# best bow strings made



## hoyt777 (Jan 12, 2017)

Trying to find out what everyone thinks are the best strings made and what material to use .the bow is strictly hunting bow hoyt vector 35. if you a good builder let me know your prices can make payment anytime. just trying to stay away from big retailers after my last set. Thanks.


----------



## b_fitnik (Jan 19, 2016)

I get mine from #1Buckslayer. Running a great sale right now too. $60 for everything including brass speed nocks, clear serving, pinstripes and shipping. He also does tag end serving at your request. I've been using Fury but just ordered a set in BCY X. Can't tell you which I like better because it'll be my first time ordering X. Shane makes a great set of strings. There are many good builders on AT. I just stick with Shane because I know I'll always get quality strings. Why fix what ain't broke

His thread says sale till end of the year but he extended it at least until the end of January

http://www.archerytalk.com/vb/showt...opics/4504593?_k=x952p5&nocache=1484198639245

If you want another good suggestion, look at Twisted X


----------



## 73Russell (Jan 10, 2017)

I get fury strings from Catfish Customs. Everything I have heard about the fury material is it is a great material. Get soft shots. More FPS. And a few more strands of material in the same diameter of string or cable.


----------



## Robert43 (Aug 2, 2004)

LOL here we go all the fanboys / paid shooters / want to be paid shooters etc will tell you to buy this brand or that .
I say look for best deals / feedback


----------



## Silencer223 (Jan 29, 2015)

I've heard good things about vapor trail but I got mine from Shane Teel at Twisted X bowstrings and I really like them! Ylu can ask Shane anything and talk to him about anything, great guy and he'll walk you through the process! 

Sent from my SAMSUNG-SM-G870A using Tapatalk


----------



## Twisted X Bowstrings (Mar 23, 2013)

hoyt777 said:


> Trying to find out what everyone thinks are the best strings made and what material to use .the bow is strictly hunting bow hoyt vector 35. if you a good builder let me know your prices can make payment anytime. just trying to stay away from big retailers after my last set. Thanks.
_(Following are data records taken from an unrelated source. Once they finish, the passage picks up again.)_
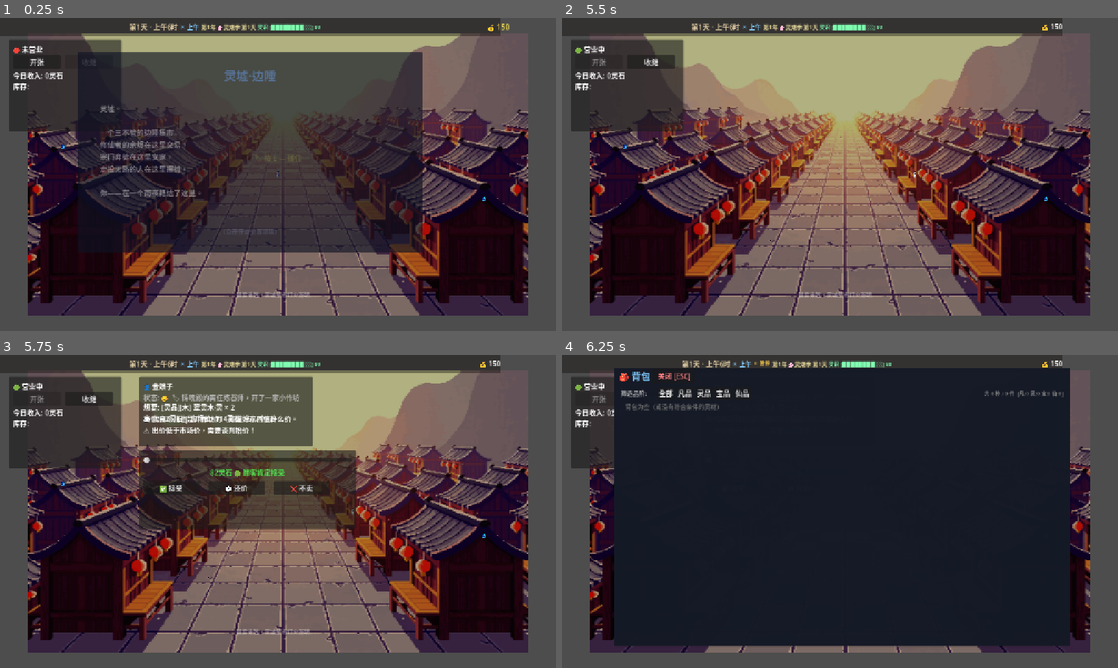
Above: before the commit, frames 1-4 (two rows, left to right).
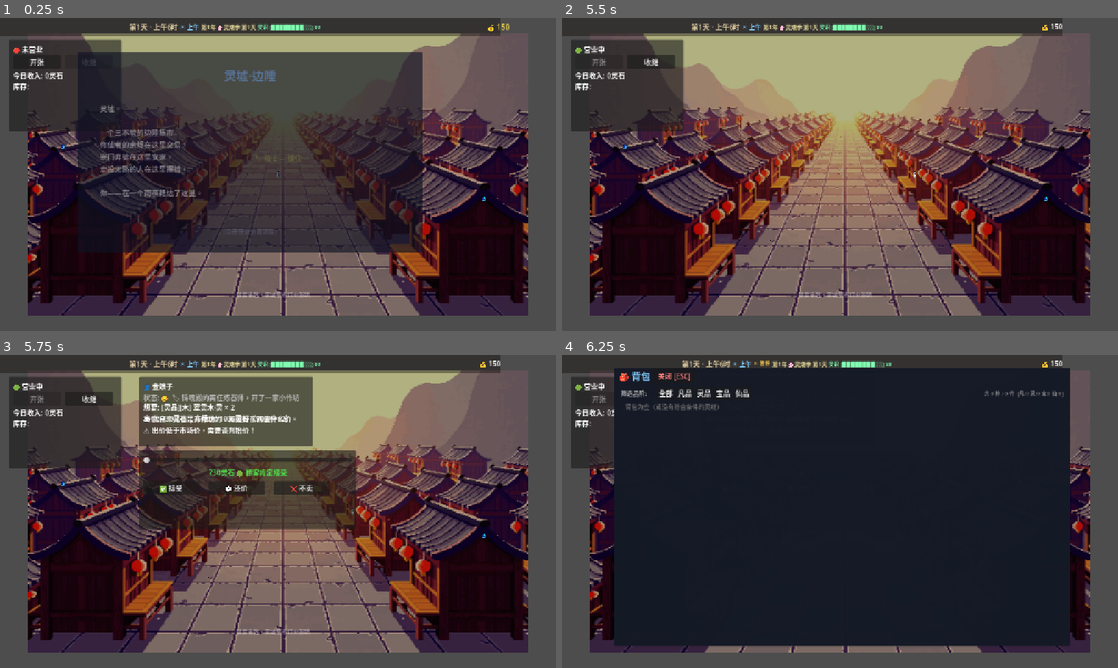
Above: after the commit, the same moments.

Repository: AnQi03/lingxu-traveler
Game: Godot game, scene res://scenes/main.tscn
Two runs of this game, one before a commit and one after it. Both use one fixed random seed, a clock stepped at 60 frames per second and the inputs below.
Inputs (mouse positions are in pixels of both pictures, inside the frame that each line leads up to):
- Up to frame 1 (0.25 s): no input
- Up to frame 2 (5.5 s): tap Enter at 0.5, 5 s; move the mouse to (962, 158) at 0.52 s; hold D 0.53-1.25 s; tap E at 0.6, 3.6 s; click (962, 158) at 0.67 s; tap Space at 0.77, 3.5 s; drag from (728, 190) to (812, 237) at 1.27 s; click "开张" at 2 s; click "收摊" at 2.75 s; move the mouse to (895, 105) at 3.52 s; hold D 3.53-4.25 s; click "关闭 [ESC]" at 4.25 s; drag from (812, 237) to (673, 127) at 5.02 s
- Up to frame 3 (5.75 s): no input
- Up to frame 4 (6.25 s): move the mouse to (1006, 558) at 5.77 s; hold A from 5.78 s (still down); tap E at 5.85 s; tap Space at 6.02 s

Frames 1-2 are identical in both runs. In frame 3, 0.5% of the frame differs, in the area x 29-52%, y 19-40%; in frame 4, less than 0.1%.

Commit message:
balance: 灵品→中品 四档全对齐
灵品: 45-55→100-500 (1-5中品)
描述: 赤炎草·灵「二枚中品」翠灵木·灵「五中品」

完整货币-品阶映射:
  凡品 → 下品(4-12)
  灵品 → 中品(1-5)
  宝品 → 上品(10-20)
  仙品 → 极品(8-20)

Diff:
--- a/scripts/Furnace.gd
+++ b/scripts/Furnace.gd
@@ -9,7 +9,7 @@
 # 各品阶价格区间（用于熔炼产出，与 MaterialData 对齐）
 const TIER_PRICE = {
 	0: [4, 12],              # 凡品 — 散修日常
-	1: [45, 60],             # 灵品 — 小宗门月供
+	1: [100, 500],          # 灵品 — 一到五中品
 	2: [100000, 200000],     # 宝品 — 十到二十上品
 	3: [8000000, 20000000],  # 仙品 — 八到二十极品
 }
--- a/scripts/MaterialData.gd
+++ b/scripts/MaterialData.gd
@@ -23,11 +23,11 @@
 		{ "id": "tengluomu_fan", "name": "藤萝木", "tier": Tier.FAN, "element": Element.MU, "base_price": 7, "desc": "柔韧的灵木纤维，制符常用", "origin": "苍木域" },
 		{ "id": "tiexingshi_fan", "name": "铁星石", "tier": Tier.FAN, "element": Element.JIN, "base_price": 9, "desc": "含微量星辰铁的矿石", "origin": "金戈域" },
 		# ===== 灵品（5种）— 偶尔出现，熔炼起始目标 =====
-		{ "id": "chiyancao_ling", "name": "赤炎草·灵", "tier": Tier.LING, "element": Element.HUO, "base_price": 50, "desc": "百年火候的灵草，炼丹师最爱", "origin": "炎狱域", "market_rare": true },
-		{ "id": "cuilingmu_ling", "name": "翠灵木·灵", "tier": Tier.LING, "element": Element.MU, "base_price": 55, "desc": "千年灵木的嫩枝，灵气充沛", "origin": "苍木域", "market_rare": true },
-		{ "id": "jinlingshi_ling", "name": "金灵石", "tier": Tier.LING, "element": Element.JIN, "base_price": 48, "desc": "蕴含锐金之气的矿石", "origin": "金戈域", "market_rare": true },
-		{ "id": "hanluyu_ling", "name": "寒露玉", "tier": Tier.LING, "element": Element.SHUI, "base_price": 52, "desc": "万载寒露凝成的灵玉", "origin": "玄冰域", "market_rare": true },
-		{ "id": "dilinggu_ling", "name": "地灵菇", "tier": Tier.LING, "element": Element.TU, "base_price": 45, "desc": "吸取地脉灵气的奇菌", "origin": "中央荒原", "market_rare": true },
+		{ "id": "chiyancao_ling", "name": "赤炎草·灵", "tier": Tier.LING, "element": Element.HUO, "base_price": 200, "desc": "百年火候的灵草。二枚中品灵石——炼丹师攒一个月才舍得买", "origin": "炎狱域", "market_rare": true },
+		{ "id": "cuilingmu_ling", "name": "翠灵木·灵", "tier": Tier.LING, "element": Element.MU, "base_price": 500, "desc": "千年灵木的嫩枝。五中品——小宗门长老才能随意出手", "origin": "苍木域", "market_rare": true },
+		{ "id": "jinlingshi_ling", "name": "金灵石", "tier": Tier.LING, "element": Element.JIN, "base_price": 300, "desc": "蕴含锐金之气的矿石。三中品——炼器师的最爱", "origin": "金戈域", "market_rare": true },
+		{ "id": "hanluyu_ling", "name": "寒露玉", "tier": Tier.LING, "element": Element.SHUI, "base_price": 400, "desc": "万载寒露凝成的灵玉。四中品——冰系修士梦寐以求", "origin": "玄冰域", "market_rare": true },
+		{ "id": "dilinggu_ling", "name": "地灵菇", "tier": Tier.LING, "element": Element.TU, "base_price": 100, "desc": "吸取地脉灵气的奇菌。一中品——最亲民的灵品灵材", "origin": "中央荒原", "market_rare": true },
 	]
 
 ## 宝品/仙品（熔炼专属，不在市场售卖）— 世间罕见的至宝

If you have any questions please don't hesitate to message me. Be glad to help in any way I can. There isn't a "best string", they're either built properly or they aren't. It's really all about a solid build process and attention to detail. 

Sent from my SAMSUNG-SM-N920A using Tapatalk


----------



## Larry brown (Aug 17, 2013)

Several good builders. I got Twisted X. I would look at their build threads and pick the one you'd comfortable with. Ask questions and find the one that answers what you ask. If I had a second choice I would check out Hogwire. And depends on material you wanna use some only do certain material some do them all. 
Prob the 3rd thread like this today. Use the search function and it will get you what your looking for. As Robert43 said you are only gonna get opinions on what others like and what brands they sell.


----------



## WASHECA (Jan 3, 2012)

twisted x !!! Shane makes a very fine bowstring. I have not tried every string on the market but I have had a few but twisted x are flawless. shane made mine w/fury and it looks to be the best string material yet. thanks again Shane!!!!!!!!


----------



## Flatwoodshunter (Feb 3, 2013)

Robert43 said:


> LOL here we go all the fanboys / paid shooters / want to be paid shooters etc will tell you to buy this brand or that .
> I say look for best deals / feedback


Looks like the ones that posted were doing just what you suggested giving best deals and feedback...Trolling!!! LOL


----------



## W. H. Seward (Jul 8, 2016)

Vaportrail! 


Sent from my iPhone using Tapatalk


----------



## Alaska at heart (Aug 25, 2009)

73Russell said:


> I get fury strings from Catfish Customs. Everything I have heard about the fury material is it is a great material. Get soft shots. More FPS. And a few more strands of material in the same diameter of string or cable.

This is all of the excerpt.